There was a gap in my understanding of how publicly linked data is used and maintained in an application, especially if the data being used needs to be dynamic. I understand that there are public API's that can be utilized in order to perform such tasks, but did not have a full understanding as to how. Also, another thing that was unclear to me was how to keep the data linked that is obtained via API's by applying what we have learned thus far about linked data. Would this require more manual labor to tag the entire data set? I decided to try to looking for examples or tutorials that would help me better understand these concepts. Through my research I have learned that linked data has been underused in the past, because it relied on manual tagging of the data and the tagging of the data was not consistent. This made it time-consuming to use and required screen scraping of individual sites to obtain or manually link the data. There are now services that provide found linked data that act as a repository for data sets. That also brings up more questions, why do we not have one source that all data is being linked to? Does this duplication of data cause gaps between the connections between linked data? These are questions I intend to ask Dr.
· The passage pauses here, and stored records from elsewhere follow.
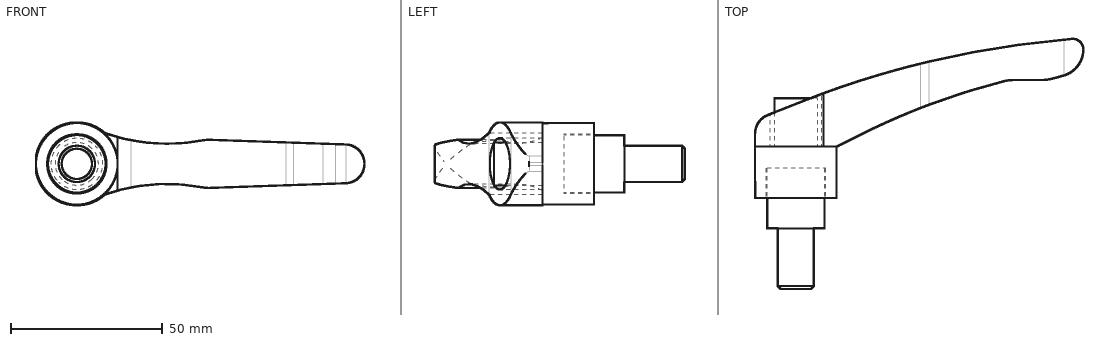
import cadquery as cq
import math


stud_diameter = 12.0
stud_length = 20.0
stud_chamfer = 1.0
sleeve_diameter = 19.0
hub_diameter = 27.0
hub_base_y = 10.0
hub_seam_y = 27.0
core_top_y = 31.5
bore_diameter = 19.6
bore_end_y = 20.0
button_diameter = 14.2
button_top_y = 43.0
button_hole_diameter = 17.0

head_diameter = 27.46
head_flat_x = -13.49
flat_top_y = 31.25
back_radius = 6.7
slope_angle = math.radians(21.4)
shoulder_x = 9.2
upper_arch_radius = 310.0
lower_arch_radius = 236.0
under_flat_y = 48.95
tip_top_start = (88.9, 62.38)
tip_crest = (91.25, 62.67)
tip_crest_radius = 3.72
tip_end_x = 95.0
tip_under_start = (88.9, 50.6)
tip_under_middle = (93.0, 53.55)
lip_start_x = 81.3
lip_end = (85.4, 49.6)
root_end = (17.9, 29.2)
arch_end = (69.0, 48.65)
under_flat_start_x = 71.5

neck_middle = (29.5, 6.65)
grip_start = (41.2, 7.75)
grip_widest = (44.0, 7.98)
grip_end_half_width = 6.45

trim_margin = 1.0
profile_width = head_diameter + 2 * trim_margin


def axial_cylinder(diameter, start_y, end_y):
    """Cylinder on the clamping axis between two heights."""
    plane = cq.Workplane("XZ", origin=(0, end_y, 0))
    return plane.circle(diameter / 2).extrude(end_y - start_y)


def shallow_arc(sketch, start, end, radius):
    """Draw an arc to end, bulging up and back (+Y, -X)."""
    dx = abs(end[0] - start[0])
    dy = abs(end[1] - start[1])
    chord = math.hypot(dx, dy)
    sag = radius - math.sqrt(radius**2 - (chord / 2) ** 2)
    middle = (
        (start[0] + end[0]) / 2 - sag * dy / chord,
        (start[1] + end[1]) / 2 + sag * dx / chord,
    )
    return sketch.threePointArc(middle, end)


def side_profile():
    """Lever profile in XY, extruded across the full width."""
    turn = math.pi / 2 - slope_angle
    slope_start = (
        head_flat_x + back_radius * (1 - math.cos(turn)),
        flat_top_y + back_radius * math.sin(turn),
    )
    back_middle = (
        head_flat_x + back_radius * (1 - math.cos(turn / 2)),
        flat_top_y + back_radius * math.sin(turn / 2),
    )
    shoulder = (
        shoulder_x,
        slope_start[1] + (shoulder_x - slope_start[0]) * math.tan(slope_angle),
    )
    tip_end = (tip_end_x, tip_crest[1] - tip_crest_radius)
    crest_middle = (
        tip_end_x - tip_crest_radius * (1 - math.sqrt(0.5)),
        tip_crest[1] - tip_crest_radius * (1 - math.sqrt(0.5)),
    )

    sketch = cq.Workplane("XY", origin=(0, 0, -profile_width / 2))
    sketch = sketch.moveTo(head_flat_x, hub_seam_y).lineTo(head_flat_x, flat_top_y)
    sketch = sketch.threePointArc(back_middle, slope_start).lineTo(*shoulder)
    sketch = shallow_arc(sketch, shoulder, tip_top_start, upper_arch_radius)
    sketch = sketch.tangentArcPoint(tip_crest, relative=False)
    sketch = sketch.threePointArc(crest_middle, tip_end)
    sketch = sketch.threePointArc(tip_under_middle, tip_under_start)
    sketch = sketch.lineTo(*lip_end).tangentArcPoint((lip_start_x, under_flat_y), relative=False)
    sketch = sketch.lineTo(under_flat_start_x, under_flat_y)
    sketch = sketch.tangentArcPoint(arch_end, relative=False)
    sketch = shallow_arc(sketch, arch_end, root_end, lower_arch_radius)
    sketch = sketch.lineTo(hub_diameter / 2, hub_seam_y)
    return sketch.close().extrude(profile_width)


def plan_outline():
    """Head circle and waisted grip in XZ, extruded over the full height."""
    top_y = tip_crest[1] + trim_margin
    plane = cq.Workplane("XZ", origin=(0, top_y, 0))
    depth = top_y - hub_seam_y
    head = plane.circle(head_diameter / 2).extrude(depth)

    shoulder_half_width = math.sqrt((head_diameter / 2) ** 2 - shoulder_x**2)
    grip_end_x = tip_end_x - grip_end_half_width
    sketch = plane.moveTo(shoulder_x, shoulder_half_width)
    sketch = sketch.threePointArc(neck_middle, grip_start)
    sketch = sketch.tangentArcPoint(grip_widest, relative=False)
    sketch = sketch.lineTo(grip_end_x, grip_end_half_width)
    sketch = sketch.threePointArc((tip_end_x, 0), (grip_end_x, -grip_end_half_width))
    sketch = sketch.lineTo(grip_widest[0], -grip_widest[1])
    sketch = sketch.tangentArcPoint((grip_start[0], -grip_start[1]), relative=False)
    sketch = sketch.threePointArc(
        (neck_middle[0], -neck_middle[1]),
        (shoulder_x, -shoulder_half_width),
    )
    return head.union(sketch.close().extrude(depth))


def lever():
    """Head, handle and hub in one piece, with the button hole and sleeve bore."""
    body = side_profile().intersect(plan_outline())
    body = body.union(axial_cylinder(hub_diameter, hub_base_y, core_top_y))
    body = body.cut(axial_cylinder(button_hole_diameter, hub_seam_y, tip_crest[1]))
    return body.cut(axial_cylinder(bore_diameter, hub_base_y, bore_end_y))


def clamping_insert():
    """Stud with chamfered end, sleeve and release button on the clamping axis."""
    stud = axial_cylinder(stud_diameter, -stud_length, 0).faces("<Y").chamfer(stud_chamfer)
    sleeve = axial_cylinder(sleeve_diameter, 0, bore_end_y)
    button = axial_cylinder(button_diameter, bore_end_y, button_top_y)
    return stud.union(sleeve).union(button)


result = lever().union(clamping_insert())

Bansal for clarification on.
JSON LD is a method to serialize and transfer linked data. This talk really peaked my interest on why someone would use JSON LD vs other methods of transferring data. I found a site dedicated to explaining what JSON LD is and how to use it. The site contained many useful tutorials explaining everything from linked data basics, the issues we face with linked data, and how JSON-LD aims to resolve some of those issues. JSON-LD's main purpose is to resolve the ambiguity among naming schemes from our data sources by giving the data a context - mainly when obtaining data via JSON.
My goal for next week to try creating an API based web application.
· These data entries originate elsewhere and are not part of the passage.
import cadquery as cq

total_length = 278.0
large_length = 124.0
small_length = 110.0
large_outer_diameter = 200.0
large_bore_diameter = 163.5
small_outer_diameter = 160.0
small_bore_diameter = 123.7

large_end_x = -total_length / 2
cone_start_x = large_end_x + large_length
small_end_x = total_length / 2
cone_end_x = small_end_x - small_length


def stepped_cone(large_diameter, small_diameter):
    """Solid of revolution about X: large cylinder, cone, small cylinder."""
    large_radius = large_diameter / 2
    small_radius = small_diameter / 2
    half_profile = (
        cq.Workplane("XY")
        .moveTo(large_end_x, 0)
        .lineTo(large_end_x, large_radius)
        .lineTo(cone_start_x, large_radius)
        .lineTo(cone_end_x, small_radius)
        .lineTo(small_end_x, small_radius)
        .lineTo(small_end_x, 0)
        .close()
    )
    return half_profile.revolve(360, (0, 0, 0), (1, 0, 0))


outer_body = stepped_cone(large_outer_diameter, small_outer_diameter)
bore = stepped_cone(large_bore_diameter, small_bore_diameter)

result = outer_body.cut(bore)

We were assigned to complete a tutorial for completing an ontology for Pizza in Protege. Protege is an ontology development environment and is currently on version 5.0. The Pizza Ontology tutorial referenced version 4, so a lot of the steps did not apply to the new version. Instead of downgrading to an older version of protege, I decided to try figuring out how to complete the tutorial with the new layout. The tutorial covered creating a class hierarchy, disjointing classes, creating relationships between classes through object properties, creating an object property hierarchy, inverse properties, functional properties, transitive properties, symmetric properties, property domain/range, and property restrictions. Below is a table I put together that provides and overview of properties:
Dr. Bansal also asked us to begin researching for public data sources that would be useful for the real estate application will be be developing . Before researching, I put together a list of data sources I would like our application to utilize:
Now, locating those data sets online is the real challenge. I'm familiar with websites that are known to provide open data, such as data.gov. data.gov provides many data sets with their API's made publicly available. Another good open data site is freebase.com
Dr. Bansal provided us with a research article done by her and Sebastian Kagemann titled MOOCLink: Building and Utilizing Linked Data from Massive Open Courses. This article was regarding a research project they did to utilize the data from multiple MOOC websites such as Coursera, Udacity, and edX. The document began with providing a background highlighting the guidelines and resources used to build their project.
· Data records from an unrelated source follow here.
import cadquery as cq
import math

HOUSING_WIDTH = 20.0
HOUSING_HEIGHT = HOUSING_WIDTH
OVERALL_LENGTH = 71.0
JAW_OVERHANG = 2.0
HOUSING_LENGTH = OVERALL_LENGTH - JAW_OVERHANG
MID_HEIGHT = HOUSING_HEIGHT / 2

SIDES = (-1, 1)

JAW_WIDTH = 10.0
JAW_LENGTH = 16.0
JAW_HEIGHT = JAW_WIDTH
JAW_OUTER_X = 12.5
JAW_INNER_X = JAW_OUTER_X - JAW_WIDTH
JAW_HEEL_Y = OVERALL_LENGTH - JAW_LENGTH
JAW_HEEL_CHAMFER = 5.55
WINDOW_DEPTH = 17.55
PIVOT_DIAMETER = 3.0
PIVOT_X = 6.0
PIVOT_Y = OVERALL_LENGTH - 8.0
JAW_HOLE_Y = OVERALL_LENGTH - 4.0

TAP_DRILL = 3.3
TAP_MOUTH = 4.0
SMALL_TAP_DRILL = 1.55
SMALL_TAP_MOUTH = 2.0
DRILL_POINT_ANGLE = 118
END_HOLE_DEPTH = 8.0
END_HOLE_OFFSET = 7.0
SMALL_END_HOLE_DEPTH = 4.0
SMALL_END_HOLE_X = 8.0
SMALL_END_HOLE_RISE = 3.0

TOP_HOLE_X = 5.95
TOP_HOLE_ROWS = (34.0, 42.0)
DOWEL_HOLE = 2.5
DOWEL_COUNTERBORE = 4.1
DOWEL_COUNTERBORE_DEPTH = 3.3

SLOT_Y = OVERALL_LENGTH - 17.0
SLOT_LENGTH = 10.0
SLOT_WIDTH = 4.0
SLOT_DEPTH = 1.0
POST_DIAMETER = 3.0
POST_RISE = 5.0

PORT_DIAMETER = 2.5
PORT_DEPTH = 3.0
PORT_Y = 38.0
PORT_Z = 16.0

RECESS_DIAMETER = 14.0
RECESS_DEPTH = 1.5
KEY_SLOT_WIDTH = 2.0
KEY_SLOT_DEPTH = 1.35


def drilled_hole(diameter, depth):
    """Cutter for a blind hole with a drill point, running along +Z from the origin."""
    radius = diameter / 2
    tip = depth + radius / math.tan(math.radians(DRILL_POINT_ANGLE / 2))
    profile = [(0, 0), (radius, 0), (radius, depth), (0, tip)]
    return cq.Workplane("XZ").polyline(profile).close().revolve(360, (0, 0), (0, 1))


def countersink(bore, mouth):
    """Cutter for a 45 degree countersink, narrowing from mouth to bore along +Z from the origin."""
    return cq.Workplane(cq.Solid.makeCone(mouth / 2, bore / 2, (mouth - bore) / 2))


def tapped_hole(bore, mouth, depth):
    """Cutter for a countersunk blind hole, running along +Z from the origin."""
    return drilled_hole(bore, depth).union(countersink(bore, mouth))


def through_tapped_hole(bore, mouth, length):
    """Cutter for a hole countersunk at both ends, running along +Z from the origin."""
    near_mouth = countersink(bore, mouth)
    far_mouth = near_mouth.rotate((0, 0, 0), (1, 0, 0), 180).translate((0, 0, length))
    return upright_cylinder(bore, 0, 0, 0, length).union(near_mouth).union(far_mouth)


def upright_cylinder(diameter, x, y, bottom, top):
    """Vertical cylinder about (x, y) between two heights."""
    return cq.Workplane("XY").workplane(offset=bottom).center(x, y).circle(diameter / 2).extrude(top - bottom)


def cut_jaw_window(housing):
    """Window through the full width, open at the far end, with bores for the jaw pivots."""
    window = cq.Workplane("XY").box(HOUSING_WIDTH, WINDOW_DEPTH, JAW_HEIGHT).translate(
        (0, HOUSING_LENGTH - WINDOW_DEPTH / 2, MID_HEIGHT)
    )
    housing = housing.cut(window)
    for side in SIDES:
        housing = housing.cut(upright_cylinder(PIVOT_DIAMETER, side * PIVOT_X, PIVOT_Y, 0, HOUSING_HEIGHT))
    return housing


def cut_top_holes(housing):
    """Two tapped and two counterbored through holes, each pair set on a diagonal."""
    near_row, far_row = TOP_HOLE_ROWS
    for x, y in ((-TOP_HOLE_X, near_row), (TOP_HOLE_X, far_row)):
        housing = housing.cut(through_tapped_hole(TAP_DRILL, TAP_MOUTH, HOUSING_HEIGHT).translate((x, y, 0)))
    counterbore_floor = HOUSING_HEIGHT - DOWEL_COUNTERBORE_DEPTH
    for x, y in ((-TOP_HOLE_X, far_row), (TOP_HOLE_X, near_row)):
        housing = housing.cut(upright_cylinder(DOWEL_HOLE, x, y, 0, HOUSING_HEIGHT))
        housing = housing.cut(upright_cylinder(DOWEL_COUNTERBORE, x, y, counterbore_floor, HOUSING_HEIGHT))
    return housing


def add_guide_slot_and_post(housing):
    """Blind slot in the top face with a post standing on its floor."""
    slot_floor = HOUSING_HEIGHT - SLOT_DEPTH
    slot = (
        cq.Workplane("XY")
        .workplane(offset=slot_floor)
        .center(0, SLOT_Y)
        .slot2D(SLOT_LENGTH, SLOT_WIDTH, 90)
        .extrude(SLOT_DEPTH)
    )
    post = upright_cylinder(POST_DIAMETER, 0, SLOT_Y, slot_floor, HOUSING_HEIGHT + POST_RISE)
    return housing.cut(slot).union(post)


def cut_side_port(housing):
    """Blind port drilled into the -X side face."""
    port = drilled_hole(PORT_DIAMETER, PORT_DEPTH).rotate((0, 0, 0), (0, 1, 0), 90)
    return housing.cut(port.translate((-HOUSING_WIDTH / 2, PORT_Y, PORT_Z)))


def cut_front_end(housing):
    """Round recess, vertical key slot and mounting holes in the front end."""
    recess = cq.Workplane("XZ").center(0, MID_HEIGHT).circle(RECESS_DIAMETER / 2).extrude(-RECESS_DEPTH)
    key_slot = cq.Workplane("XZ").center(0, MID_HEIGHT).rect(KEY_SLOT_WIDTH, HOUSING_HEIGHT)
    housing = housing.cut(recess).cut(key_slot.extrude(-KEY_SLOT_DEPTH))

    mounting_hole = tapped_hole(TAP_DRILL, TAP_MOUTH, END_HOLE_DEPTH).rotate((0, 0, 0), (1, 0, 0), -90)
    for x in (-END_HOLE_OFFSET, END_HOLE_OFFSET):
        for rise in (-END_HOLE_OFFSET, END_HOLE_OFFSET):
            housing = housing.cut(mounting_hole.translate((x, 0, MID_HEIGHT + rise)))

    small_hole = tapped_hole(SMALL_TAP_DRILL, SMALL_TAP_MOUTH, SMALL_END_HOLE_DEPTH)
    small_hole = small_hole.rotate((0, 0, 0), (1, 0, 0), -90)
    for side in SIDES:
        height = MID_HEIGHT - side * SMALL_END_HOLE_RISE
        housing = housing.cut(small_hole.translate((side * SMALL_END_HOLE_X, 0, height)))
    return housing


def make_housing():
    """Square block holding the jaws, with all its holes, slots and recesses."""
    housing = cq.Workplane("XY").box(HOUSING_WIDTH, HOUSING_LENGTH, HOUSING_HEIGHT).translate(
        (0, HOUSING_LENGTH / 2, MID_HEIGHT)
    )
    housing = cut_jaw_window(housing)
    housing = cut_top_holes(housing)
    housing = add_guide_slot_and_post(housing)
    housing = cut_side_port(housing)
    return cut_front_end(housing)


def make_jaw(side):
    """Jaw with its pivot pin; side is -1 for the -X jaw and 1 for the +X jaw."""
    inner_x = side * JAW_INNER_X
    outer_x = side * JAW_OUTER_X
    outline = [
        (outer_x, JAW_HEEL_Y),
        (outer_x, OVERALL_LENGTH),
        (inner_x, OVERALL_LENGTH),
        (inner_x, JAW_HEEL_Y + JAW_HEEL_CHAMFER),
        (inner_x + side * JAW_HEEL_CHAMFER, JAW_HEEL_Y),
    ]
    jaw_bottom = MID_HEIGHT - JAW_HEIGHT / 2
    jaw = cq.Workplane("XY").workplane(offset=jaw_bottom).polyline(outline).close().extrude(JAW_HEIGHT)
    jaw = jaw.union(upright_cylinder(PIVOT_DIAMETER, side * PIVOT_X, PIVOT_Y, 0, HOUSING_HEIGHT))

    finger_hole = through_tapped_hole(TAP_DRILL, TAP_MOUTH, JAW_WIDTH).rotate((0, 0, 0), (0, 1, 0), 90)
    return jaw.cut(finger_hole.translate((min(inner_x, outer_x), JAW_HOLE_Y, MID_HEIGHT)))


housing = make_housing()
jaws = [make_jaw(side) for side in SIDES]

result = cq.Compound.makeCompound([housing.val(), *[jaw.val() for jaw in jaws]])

The section on web-crawling section explained how Coursera's data was gathered through their course catalog API. I have heard the term API getting used a lot both at school and in the web industry, but I had never understood exactly what it was or how it was used. I did a google search for Coursera's Catalog API and found the base URL's. Coursera uses JSON for their data exchange format and provides links to what looks to be a file containing many JSON objects that contain information regarding the courses on their site. This data is made public, so anyone can query their data.
I was also not familiar with web crawlers and have never heard the term screen scrapers, and I began researching on these topics. The amount of information on web-crawlers on the web is a bit overwhelming. Web crawlers can be written in many languages, and there are also numerous web scraping applications; this site contains a good list of apps with a description of it's use.
This paper gave me a better understanding of how we will approach this research project. I was interested in their use of schema.org to find the CreativeWork vocabulary and wanted to learn how to use schema.org's vocabularies, so I visited their site. There, I found a really good Getting Started tutorial that explained how to use their vocabularies. The tutorial covered how to implicitly markup a webpage using html5 tags referred to as MicroData. Along with going through the tutorial on schema.org's website, I also found a Google project on their codelabs site that involves an android application and how to use linked data to integrate with the voice commands of an Android device. A video series was released on youtube that explains the concept of linked data, and how to apply it to the project. The video series also covers an open source graph data base called Cayley that was inspired by Freebase and Google's Knowledge Graph. I learned that Google's Knowledge Graph is a technology that powers the boxes that appear in Google search results that provide direct answers to your search instead of a just a list of links. Cayley provides an interface that displays a graph representation of data that has been structured as triples. This collective information of different methods of using linked data made me aware of the fact that this technology applies to large systems and has virtually infinite uses.
I plan to write some test scripts and use the data I was able to gather and integrate it with the Cayley tool to create a basic knowledge graph.